The WBDG also states that sun-control and shading devices can improve visual comfort in a building by controlling glare and reducing contrast ratios. “This often leads to increased employee satisfaction and productivity.” It also mentions that shading devices offer the opportunity of differentiating one building facade from another. “This can provide interest and human scale to an otherwise undistinguished design.”
External window shading
Applying external window shading is a great way to prevent unwanted solar heat gain from entering a conditioned space. Architects have a wide range of external window-shading systems or products to choose from to get a desired result for a specific project.
According to the WBDG, shading can be provided by natural landscaping or by utilising building elements such as awnings, overhangs and trellises. “Some shading devices can also function as reflectors, called light shelves, which bounce natural light for day-lighting deep into building interiors,” the WBDG states.
Luigi Zito, general manager of Hunter Douglas, explains that sun-control systems are designed and engineered for vertical, horizontal and angled applications to meet the requirements of any design. “A wide range of systems like fixed, motorized, sliding and rolling designs can be used, made from different materials. The architect has the ability to blend style and functionality, bringing a distinct look to a building’s exterior, while providing shade and comfort to occupants.”
Solar radiance and louvres
The importance of solar-protection systems are being realised increasingly by architects today as the demand to optimise internal climates through energy-efficient means intensifies. According to Ray Jansen Van Rensburg, a representative from the sales department of Robertson Ventilation Industries (RVI), solar heat gain and solar glare are a costly and unwanted hindrance for building owners, and as such solar shading is increasingly being recommended as a preventative measure.
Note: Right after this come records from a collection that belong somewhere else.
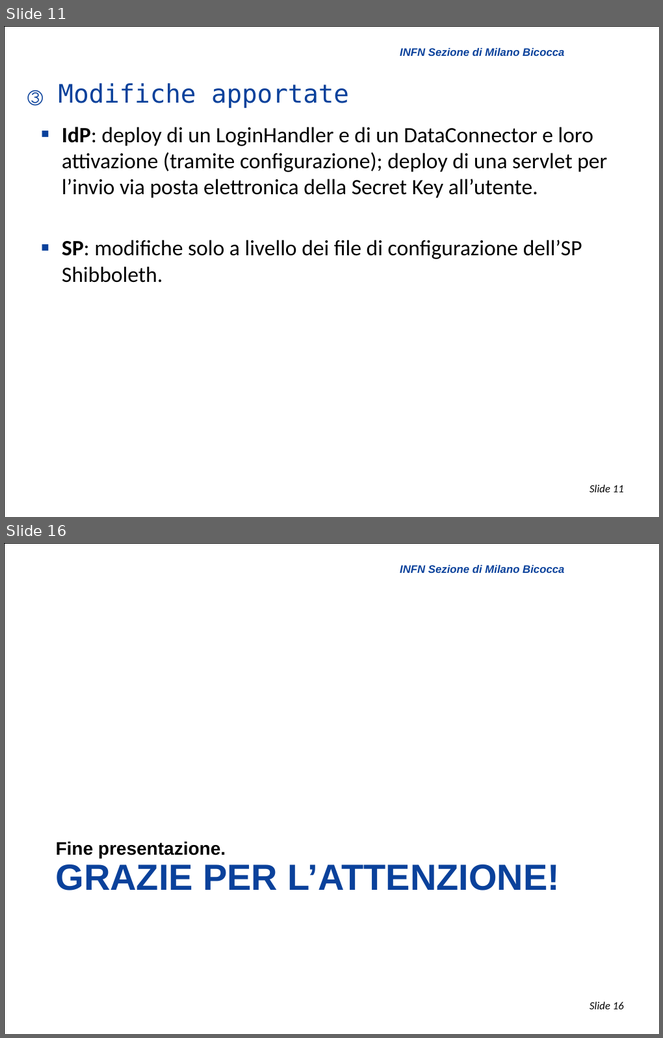
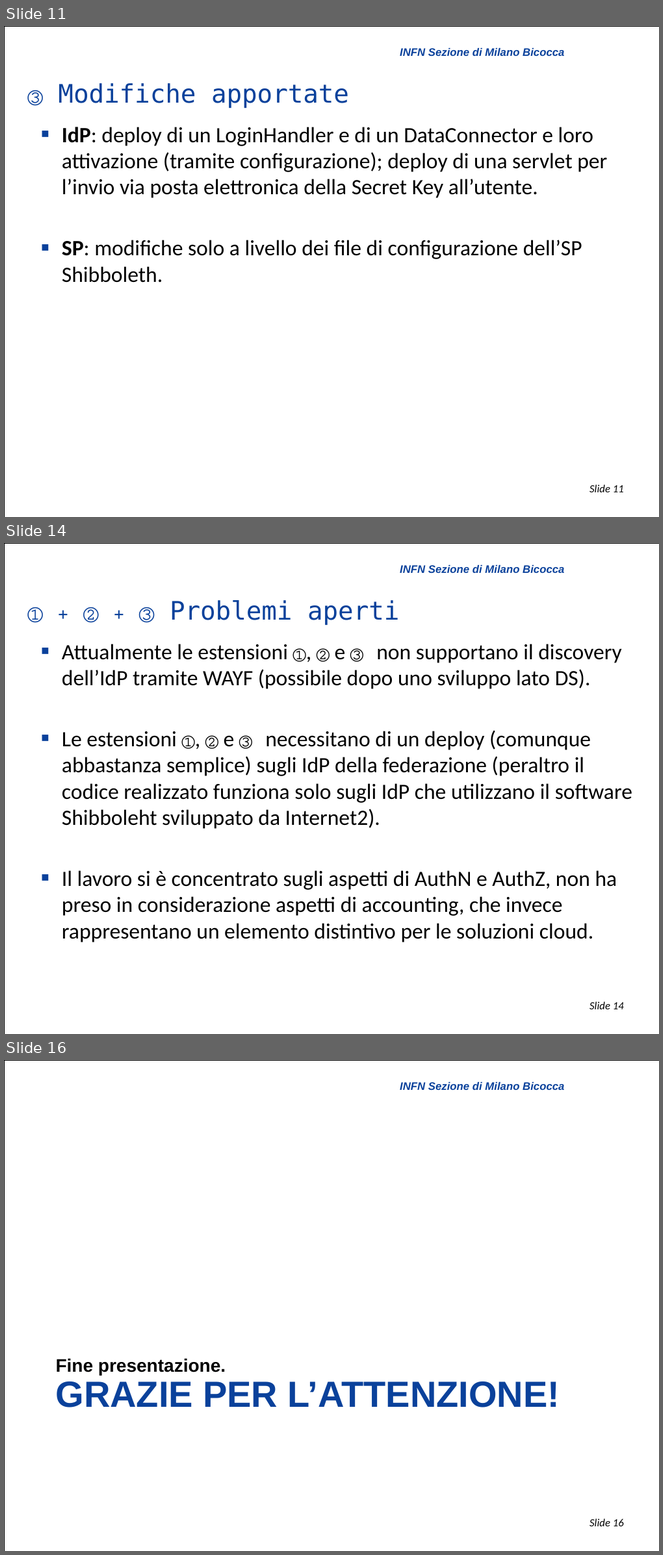
Before and after one commit to biancini/Shibboleth-Authentication, a slide deck: ShibbolethExtensions.pptx. Shown one above the other, each under a label of ours: slides 11 and 16 before the commit, slides 11, 14 and 16 after it; the slides between them are not shown. The pictures are 663x1038 and 663x1555 pixels, drawn with LibreOffice and Linux fonts; fonts in the diff are those of the drawing; background and template pictures are left out. Boxes give left, top, right and bottom in pixels: in the first picture for what was removed or moved away, otherwise in the second. Text is boxed around its words. In the diff, an @@ line names an element or a change of style, - is before the commit and + after.

```diff
--- a/ShibbolethExtensions.pptx
+++ b/ShibbolethExtensions.pptx
@@ slide 14 added at box(4, 543, 659, 1034), background #FFFFFF; not listed: 3 template elements that a slide beside it also shows @@
@@ title added at box(27, 600, 399, 625), 28 pt, text #0A419B @@
+① + ② + ③ Problemi aperti
@@ text added at box(62, 644, 633, 943), 24 pt, text #000000 @@
+  ■ Attualmente le estensioni ①, ② e ③ non supportano il discovery dell’IdP tramite WAYF (possibile dopo uno sviluppo lato DS).
+  ■ Le estensioni ①, ② e ③ necessitano di un deploy (comunque abbastanza semplice) sugli IdP della federazione (peraltro il codice realizzato funziona solo sugli IdP che utilizzano il software Shibboleht sviluppato da Internet2).
+  ■ Il lavoro si è concentrato sugli aspetti di AuthN e AuthZ, non ha preso in considerazione aspetti di accounting, che invece rappresentano un elemento distintivo per le soluzioni cloud.
```
Also in this commit, not shown: 7 slides changed, 1 slide removed.

He says that although fixed solar shading performs well on a north-facing facade, performance is dramatically reduced on east- and west-facing facades.
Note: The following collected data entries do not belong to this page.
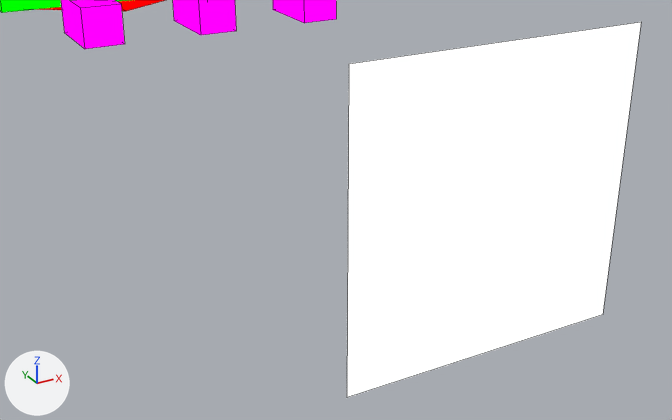
The Blender file assets-source/blender/motion/spinosaurus-roar.blend as it was, and as the next commit left it.
Before and after are seen from a camera (50 mm lens) standing at (92.57, -33.57, 27.48) and looking at (94.84, -29.45, 25.42). The lights are fixed; the arrows at lower left show +X, +Y and +Z. The picture after the commit comes second. Mesh edges are drawn as thin lines.

Names of what the first picture shows: 'DinoTycoon_Motion_spinosaurus_roar_eye', 'DinoTycoon_Motion_spinosaurus_roar_jaw', 'DinoTycoon_Motion_spinosaurus_roar_tooth0', 'DinoTycoon_Motion_spinosaurus_roar_tooth1', 'DinoTycoon_Motion_spinosaurus_roar_tooth2' and 1 more.
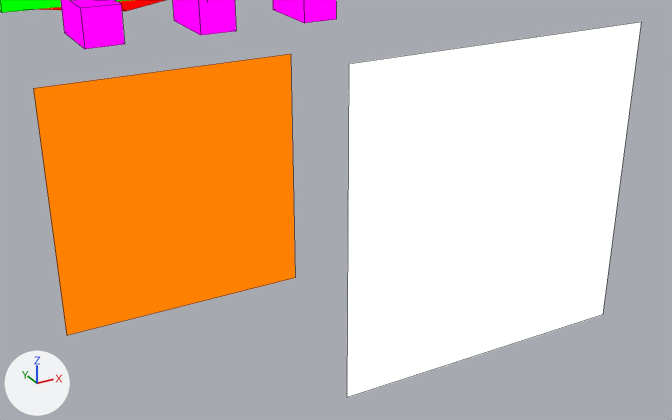
What differs and where, as boxes (x1, y1, x2, y2) in the pictures (672 x 420 px):
```json
{"object": "DinoTycoon_Motion_spinosaurus_roar_eye_white", "change": "added", "after": [33, 54, 295, 335], "on screen": "orange"}
```

Scene script edits in JSON lines:
```json
{"op": "add", "block": "mat_dinotycoon_role_y", "code": ["mat_dinotycoon_role_y = emission_material('DinoTycoon_Role_Y')", "mat_dinotycoon_role_y.base_color = (1.0, 0.216, 0.0)  # orange #ff8000"]}
{"op": "add", "block": "me_dinotycoon_motion_spinosaurus_roar_sample_eye_white", "code": ["me_dinotycoon_motion_spinosaurus_roar_sample_eye_white = bpy.data.meshes.new('DinoTycoon_Motion_spinosaurus_roar_sample_eye_white')", "me_dinotycoon_motion_spinosaurus_roar_sample_eye_white.from_pydata([(93.4, -29.0, 26.2), (94.8, -29.0, 26.2), (94.8, -29.0, 24.8), (93.4, -29.0, 24.8), (93.4, -29.0, 26.2), (94.8, -29.0, 26.2), (94.8, -29.0, 24.8), (93.4, -29.0, 24.8)], [], [(3, 2, 1, 0), (4, 5, 6, 7), (0, 1, 5, 4), (1, 2, 6, 5), (2, 3, 7, 6), (3, 0, 4, 7)])", "me_dinotycoon_motion_spinosaurus_roar_sample_eye_white.materials.append(mat_dinotycoon_role_y)  # orange #ff8000"]}
{"op": "add", "block": "ob_dinotycoon_motion_spinosaurus_roar_eye_white", "code": ["ob_dinotycoon_motion_spinosaurus_roar_eye_white = bpy.data.objects.new('DinoTycoon_Motion_spinosaurus_roar_eye_white', me_dinotycoon_motion_spinosaurus_roar_sample_eye_white)", "ob_dinotycoon_motion_spinosaurus_roar_eye_white.location = (0.0, 0.0, 0.0)"]}
```

“East- and west-facing facades take in a large amount of sunshine during the day, and therefore pose an often underestimated design challenge for architects when considering and selecting the correct solar-shading system.”
Jansen Van Rensburg suggests that to overcome the problems associated with fixed solar shading and to achieve optimum results, east- and west-facing facades require controllable solar shading. “Sun-tracking louvres follow the path of the sun, making sure the solar shading system is always optimised.” Whilst controllable sun-tracking shading systems have been available to the South African market for some time, these systems typically incorporate aluminium extrusions. “The disadvantage with controllable sun-tracking shading systems that incorporate aluminium extrusions is that at some time of the day the shading system will be closed, significantly restricting or totally obscuring the occupants’ view to the outside,” he adds.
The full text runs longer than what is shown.